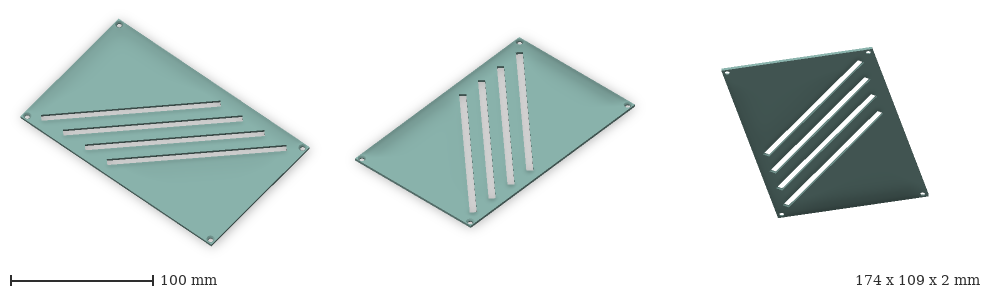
import cadquery as cq

length = 174.0
width = 109.0
thickness = 2.0

hole_diameter = 3.5
head_diameter = 6.0
countersink_angle = 90.0
hole_inset = 3.5

slot_count = 4
slot_length = 127.0
slot_width = 5.0
slot_pitch = 20.0
slot_angle = 45.0
slot_row_y = -1.2


def make_plate():
    return cq.Workplane("XY").box(length, width, thickness, centered=(True, True, False))


def drill_corner_holes(plate):
    return (
        plate.faces(">Z")
        .workplane(origin=(0, 0, thickness))
        .rect(length - 2 * hole_inset, width - 2 * hole_inset, forConstruction=True)
        .vertices()
        .cskHole(hole_diameter, head_diameter, countersink_angle)
    )


def cut_diagonal_slots(plate):
    first_x = -slot_pitch * (slot_count - 1) / 2
    centers = [(first_x + i * slot_pitch, slot_row_y) for i in range(slot_count)]
    slots = (
        cq.Workplane("XY")
        .pushPoints(centers)
        .sketch()
        .rect(slot_length, slot_width, angle=slot_angle)
        .finalize()
        .extrude(thickness)
    )
    return plate.cut(slots)


result = cut_diagonal_slots(drill_corner_holes(make_plate()))
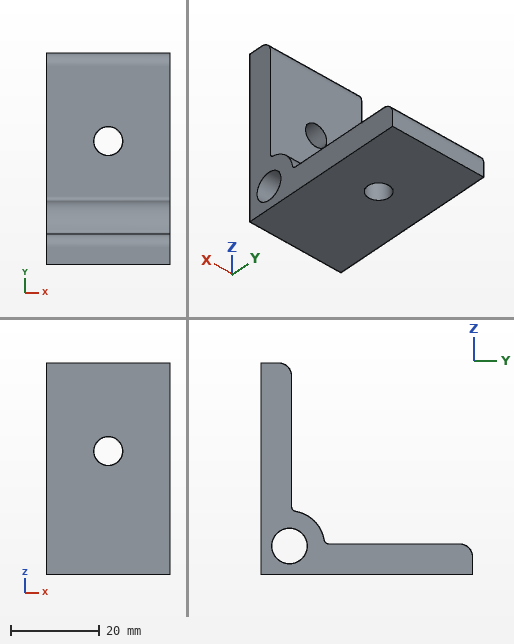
import cadquery as cq
import math

width = 28.0
leg_length = 48.0
leg_thickness = 7.0
tip_radius = 3.0
pivot_offset = 6.5
pivot_diameter = 8.0
knuckle_radius = 8.0
blend_radius = 1.0
screw_diameter = 6.5
screw_offset = 28.0

blend_height = leg_thickness + blend_radius
centre_distance = knuckle_radius + blend_radius
blend_rise = blend_height - pivot_offset
blend_reach = pivot_offset + math.sqrt(centre_distance**2 - blend_rise**2)
blend_angle = math.asin(blend_rise / centre_distance)


def polar(centre, radius, angle):
    """Point at the given radius and angle (radians) from a centre."""
    return (centre[0] + radius * math.cos(angle), centre[1] + radius * math.sin(angle))


def mirrored(point):
    """Reflect a (Y, Z) point across the diagonal that swaps the two legs."""
    return (point[1], point[0])


def make_bracket():
    """L-shaped profile in the YZ plane, extruded across the width."""
    pivot = (pivot_offset, pivot_offset)
    blend_centre = (blend_reach, blend_height)
    tip_centre = (leg_length - tip_radius, leg_thickness - tip_radius)

    tip_start = (leg_length, tip_centre[1])
    tip_middle = polar(tip_centre, tip_radius, math.radians(45))
    tip_end = (tip_centre[0], leg_thickness)
    blend_start = (blend_reach, leg_thickness)
    blend_middle = polar(blend_centre, blend_radius, (math.radians(270) + math.pi + blend_angle) / 2)
    blend_end = polar(pivot, knuckle_radius, blend_angle)
    knuckle_middle = polar(pivot, knuckle_radius, math.radians(45))

    profile = (
        cq.Workplane("YZ")
        .moveTo(0, 0)
        .lineTo(leg_length, 0)
        .lineTo(*tip_start)
        .threePointArc(tip_middle, tip_end)
        .lineTo(*blend_start)
        .threePointArc(blend_middle, blend_end)
        .threePointArc(knuckle_middle, mirrored(blend_end))
        .threePointArc(mirrored(blend_middle), mirrored(blend_start))
        .lineTo(*mirrored(tip_end))
        .threePointArc(mirrored(tip_middle), mirrored(tip_start))
        .lineTo(0, leg_length)
        .close()
    )
    return profile.extrude(width)


def make_pivot_bore():
    """Bore along X through the knuckle."""
    return cq.Workplane("YZ").center(pivot_offset, pivot_offset).circle(pivot_diameter / 2).extrude(width)


def make_screw_holes():
    """One through hole in each leg, centred across the width."""
    radius = screw_diameter / 2
    floor_hole = cq.Workplane("XY").center(width / 2, screw_offset).circle(radius).extrude(leg_thickness)
    wall_hole = cq.Workplane("XZ").center(width / 2, screw_offset).circle(radius).extrude(-leg_thickness)
    return floor_hole.union(wall_hole)


result = make_bracket().cut(make_pivot_bore()).cut(make_screw_holes())
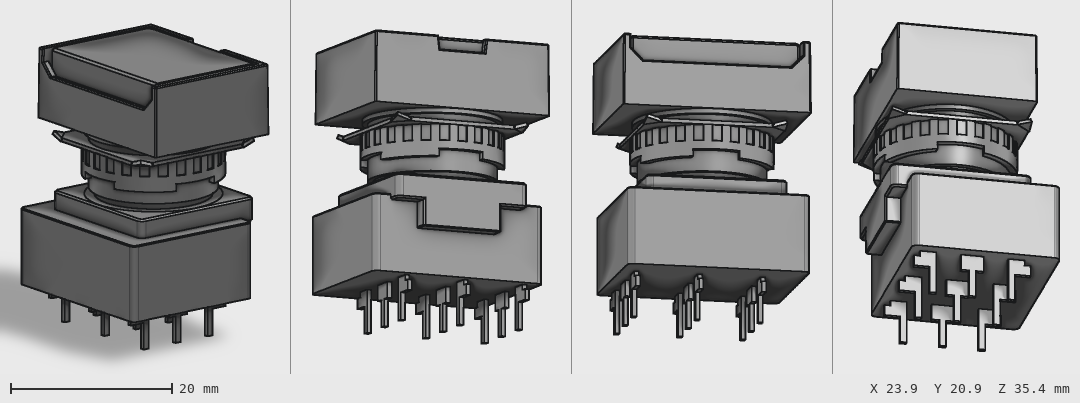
import cadquery as cq
import math

BASE_BOTTOM = 5.45
BASE_TOP = 15.25
PLATE_BOTTOM = 14.5
PLATE_TOP = 17.65
BARREL_STEP = 18.55
RING_BOTTOM = 20.3
WASHER_BOTTOM = 24.3
WASHER_TOP = 24.78
COLLAR_BOTTOM = 25.77
BEZEL_BOTTOM = 26.37
TOP = 35.4

BEZEL_WIDTH = 23.9
BEZEL_HALF_X = BEZEL_WIDTH / 2
BEZEL_HALF_Y = 8.95
BEZEL_DRAFT = 0.5
BEZEL_EDGE = 0.18
CAVITY_HALF_X = 10.95
CAVITY_HALF_Y = 8.0
CAVITY_FLOOR = 29.03
WINDOW_SILL = 32.1
WINDOW_SHOULDER = 33.65
WINDOW_SILL_HALF = 9.38
WINDOW_HALF = CAVITY_HALF_X
NOTCH_HALF_TOP = 3.25
NOTCH_HALF_FLOOR = 3.05
NOTCH_FLOOR = WINDOW_SHOULDER
COLLAR_RADIUS = 8.7
BARREL_RADIUS = 8.07
FOOT_RADIUS = 7.35
FLANGE_RADIUS = 8.6
FLANGE_THICKNESS = 0.92

BUTTON_HALF_X = 10.75
BUTTON_HALF_Y = 7.82
BUTTON_EDGE = 0.32

RING_RADIUS = 8.95
SLOT_COUNT = 24
SLOT_WIDTH = 1.2
SLOT_DEPTH = 0.25
SLOT_BOTTOM = 22.25
KEYWAY_HALF = 2.97
KEYWAY_TOP = 21.2
WASHER_FLAT_HALF = 8.92
WASHER_HALF = 9.03
BEND_DISTANCE = 11.4
BEND_ANGLE = 25.0

BASE_X = (-BEZEL_HALF_X, 11.2)
BASE_Y = (-11.9, 6.97)
BLOCK_CORNER = 0.8
BASE_EDGE = 0.15
PLATE_HALF = 8.95
PLATE_EDGE = 0.25
LATCH_HALF_X = 5.3
LATCH_BOTTOM = 11.2
LATCH_EDGE = 0.25

PIN_X = (-10.0, -1.95, 6.05)
PIN_THICKNESS = 0.55
PIN_CENTER_Y = -1.03
LUG_TOP = 4.78
LUG_BOTTOM = 3.45
MIDDLE_LEG_HALF = 0.42
MIDDLE_LUG_HALF = 1.4
OUTER_INSIDE = 4.6
OUTER_LEG = 5.4
OUTER_NECK = 6.65
OUTER_LUG = 7.45


def block(x_range, y_range, z_range):
    """Box between the given limits."""
    size = [high - low for low, high in (x_range, y_range, z_range)]
    return cq.Workplane("XY").box(*size, centered=False).translate((x_range[0], y_range[0], z_range[0]))


def centered_block(half_x, half_y, bottom, top):
    """Box centred on the Z axis."""
    return block((-half_x, half_x), (-half_y, half_y), (bottom, top))


def disc(radius, bottom, top):
    """Cylinder on the Z axis."""
    return cq.Workplane("XY").workplane(offset=bottom).circle(radius).extrude(top - bottom)


def make_bezel():
    """Drafted frame with a cavity for the button, a front window and a rear notch."""
    shell = (
        cq.Workplane("XY").workplane(offset=BEZEL_BOTTOM)
        .rect(2 * BEZEL_HALF_X, 2 * BEZEL_HALF_Y)
        .extrude(TOP - BEZEL_BOTTOM, taper=BEZEL_DRAFT)
    )
    shell = shell.cut(centered_block(CAVITY_HALF_X, CAVITY_HALF_Y, CAVITY_FLOOR, TOP))

    window = (
        cq.Workplane("XZ")
        .polyline([
            (-WINDOW_HALF, TOP), (-WINDOW_HALF, WINDOW_SHOULDER), (-WINDOW_SILL_HALF, WINDOW_SILL),
            (WINDOW_SILL_HALF, WINDOW_SILL), (WINDOW_HALF, WINDOW_SHOULDER), (WINDOW_HALF, TOP),
        ])
        .close().extrude(BEZEL_HALF_Y)
        .intersect(block((-BEZEL_HALF_X, BEZEL_HALF_X), (-BEZEL_HALF_Y, -CAVITY_HALF_Y), (0, TOP)))
    )
    notch = (
        cq.Workplane("XZ", origin=(0, BEZEL_HALF_Y, 0))
        .polyline([
            (-NOTCH_HALF_TOP, TOP), (-NOTCH_HALF_FLOOR, NOTCH_FLOOR),
            (NOTCH_HALF_FLOOR, NOTCH_FLOOR), (NOTCH_HALF_TOP, TOP),
        ])
        .close().extrude(BEZEL_HALF_Y - CAVITY_HALF_Y)
    )
    return shell.cut(window).cut(notch)


def box_selector(x_range, y_range, z_range):
    """Selector for the edges whose centres lie between the given limits."""
    low, high = zip(x_range, y_range, z_range)
    return cq.selectors.BoxSelector(low, high)


def chamfer_bezel(bezel):
    """Break the outer edges of the bezel and the inner edges of the two sills."""
    margin = 0.42
    across = (-2 * BEZEL_HALF_X, 2 * BEZEL_HALF_X)
    depth = (-2 * BEZEL_HALF_Y, 2 * BEZEL_HALF_Y)
    above_bottom = (BEZEL_BOTTOM + margin, TOP + margin)
    rim = (TOP - margin, TOP + margin)
    inner_x = BEZEL_HALF_X - margin
    inner_y = BEZEL_HALF_Y - margin

    front = box_selector(across, (depth[0], -inner_y), above_bottom)
    rear = box_selector(across, (inner_y, depth[1]), above_bottom)
    left = box_selector((across[0], -inner_x), depth, rim)
    right = box_selector((inner_x, across[1]), depth, rim)
    outer_edges = front + rear + left + right

    near_center = (-margin, margin)
    window_sill = box_selector(near_center, (-inner_y, 0), (WINDOW_SILL - margin, WINDOW_SILL + margin))
    notch_sill = box_selector(near_center, (0, inner_y), (NOTCH_FLOOR - margin, NOTCH_FLOOR + margin))
    return bezel.edges(outer_edges + window_sill + notch_sill).chamfer(BEZEL_EDGE)


def make_housing():
    housing = chamfer_bezel(make_bezel())
    housing = housing.union(disc(COLLAR_RADIUS, COLLAR_BOTTOM, BEZEL_BOTTOM))
    housing = housing.union(disc(BARREL_RADIUS, BARREL_STEP, COLLAR_BOTTOM))
    housing = housing.union(disc(FOOT_RADIUS, PLATE_TOP, BARREL_STEP))
    return housing.union(disc(FLANGE_RADIUS, PLATE_TOP - FLANGE_THICKNESS, PLATE_TOP))


def make_button():
    button = centered_block(BUTTON_HALF_X, BUTTON_HALF_Y, CAVITY_FLOOR, TOP)
    return button.edges("|Z").chamfer(BUTTON_EDGE).faces(">Z").edges().chamfer(BUTTON_EDGE)


def make_washer():
    """Square plate whose four corners are bent upwards."""
    square = centered_block(WASHER_HALF, WASHER_HALF, WASHER_BOTTOM, WASHER_TOP)
    bend_cut = centered_block(BEND_DISTANCE, BEND_DISTANCE, WASHER_BOTTOM, WASHER_TOP)
    bend_cut = bend_cut.rotate((0, 0, 0), (0, 0, 1), 45)
    flat = centered_block(WASHER_FLAT_HALF, WASHER_FLAT_HALF, WASHER_BOTTOM, WASHER_TOP)
    plate = flat.intersect(bend_cut)
    corner = square.cut(bend_cut).intersect(block((0, WASHER_HALF), (0, WASHER_HALF), (0, TOP)))
    bend_point = BEND_DISTANCE / math.sqrt(2)
    tab = corner.rotate(
        (bend_point, bend_point, WASHER_BOTTOM),
        (bend_point + 0.35, bend_point - 0.35, WASHER_BOTTOM),
        BEND_ANGLE,
    )
    for quarter in range(4):
        plate = plate.union(tab.rotate((0, 0, 0), (0, 0, 1), 90 * quarter))
    return plate


def make_lock_ring():
    ring = disc(RING_RADIUS, RING_BOTTOM, WASHER_BOTTOM)
    slot = block(
        (RING_RADIUS - SLOT_DEPTH, RING_RADIUS + SLOT_DEPTH),
        (-SLOT_WIDTH / 2, SLOT_WIDTH / 2),
        (SLOT_BOTTOM, WASHER_BOTTOM),
    )
    for index in range(SLOT_COUNT):
        ring = ring.cut(slot.rotate((0, 0, 0), (0, 0, 1), index * 360 / SLOT_COUNT))
    ring = ring.cut(centered_block(KEYWAY_HALF, RING_RADIUS, RING_BOTTOM, KEYWAY_TOP))
    ring = ring.cut(centered_block(RING_RADIUS, KEYWAY_HALF, RING_BOTTOM, KEYWAY_TOP))
    return ring.union(make_washer()).cut(disc(BARREL_RADIUS, RING_BOTTOM, TOP))


def make_pin(profile, x):
    """Flat terminal cut from sheet lying in a YZ plane; the profile holds (y, z) points."""
    return (
        cq.Workplane("YZ", origin=(x - PIN_THICKNESS / 2, 0, 0))
        .polyline(profile).close().extrude(PIN_THICKNESS)
    )


def pin_profiles():
    """Outlines of the middle terminal and of the two mirrored outer ones."""
    middle_steps = [
        (MIDDLE_LEG_HALF, 0), (MIDDLE_LEG_HALF, LUG_BOTTOM),
        (MIDDLE_LUG_HALF, LUG_BOTTOM), (MIDDLE_LUG_HALF, BASE_BOTTOM),
    ]
    middle = [(PIN_CENTER_Y + half, z) for half, z in middle_steps]
    middle += [(PIN_CENTER_Y - half, z) for half, z in reversed(middle_steps)]
    outer_steps = [
        (OUTER_INSIDE, 0), (OUTER_LEG, 0), (OUTER_LEG, LUG_BOTTOM), (OUTER_LUG, LUG_BOTTOM),
        (OUTER_LUG, LUG_TOP), (OUTER_NECK, LUG_TOP), (OUTER_NECK, BASE_BOTTOM), (OUTER_INSIDE, BASE_BOTTOM),
    ]
    outer = [[(PIN_CENTER_Y + side * y, z) for y, z in outer_steps] for side in (1, -1)]
    return [middle] + outer


def make_contact_block():
    base = block(BASE_X, BASE_Y, (BASE_BOTTOM, BASE_TOP))
    base = base.edges("|Z").fillet(BLOCK_CORNER).faces(">Z").edges().chamfer(BASE_EDGE)

    plate = centered_block(PLATE_HALF, PLATE_HALF, PLATE_BOTTOM, PLATE_TOP)
    plate = plate.edges("|Z").fillet(BLOCK_CORNER).faces("<Z or >Z").edges().chamfer(PLATE_EDGE)

    latch = block((-LATCH_HALF_X, LATCH_HALF_X), (0, PLATE_HALF), (LATCH_BOTTOM, PLATE_BOTTOM + PLATE_EDGE))
    latch = latch.edges("|Z and >Y").chamfer(LATCH_EDGE).faces("<Z").edges().chamfer(BASE_EDGE)

    contact_block = base.union(plate).union(latch)
    for x in PIN_X:
        for profile in pin_profiles():
            contact_block = contact_block.union(make_pin(profile, x))
    return contact_block.cut(disc(FLANGE_RADIUS, PLATE_TOP - FLANGE_THICKNESS, PLATE_TOP))


housing = make_housing()
button = make_button()
lock_ring = make_lock_ring()
contact_block = make_contact_block()

result = cq.Compound.makeCompound([housing.val(), button.val(), lock_ring.val(), contact_block.val()])

════════════════════

▸ **BRIEF**
If a line of the records includes the string "high", copy it out.

▸ **SOLUTION**
    size = [high - low for low, high in (x_range, y_range, z_range)]
    low, high = zip(x_range, y_range, z_range)
    return cq.selectors.BoxSelector(low, high)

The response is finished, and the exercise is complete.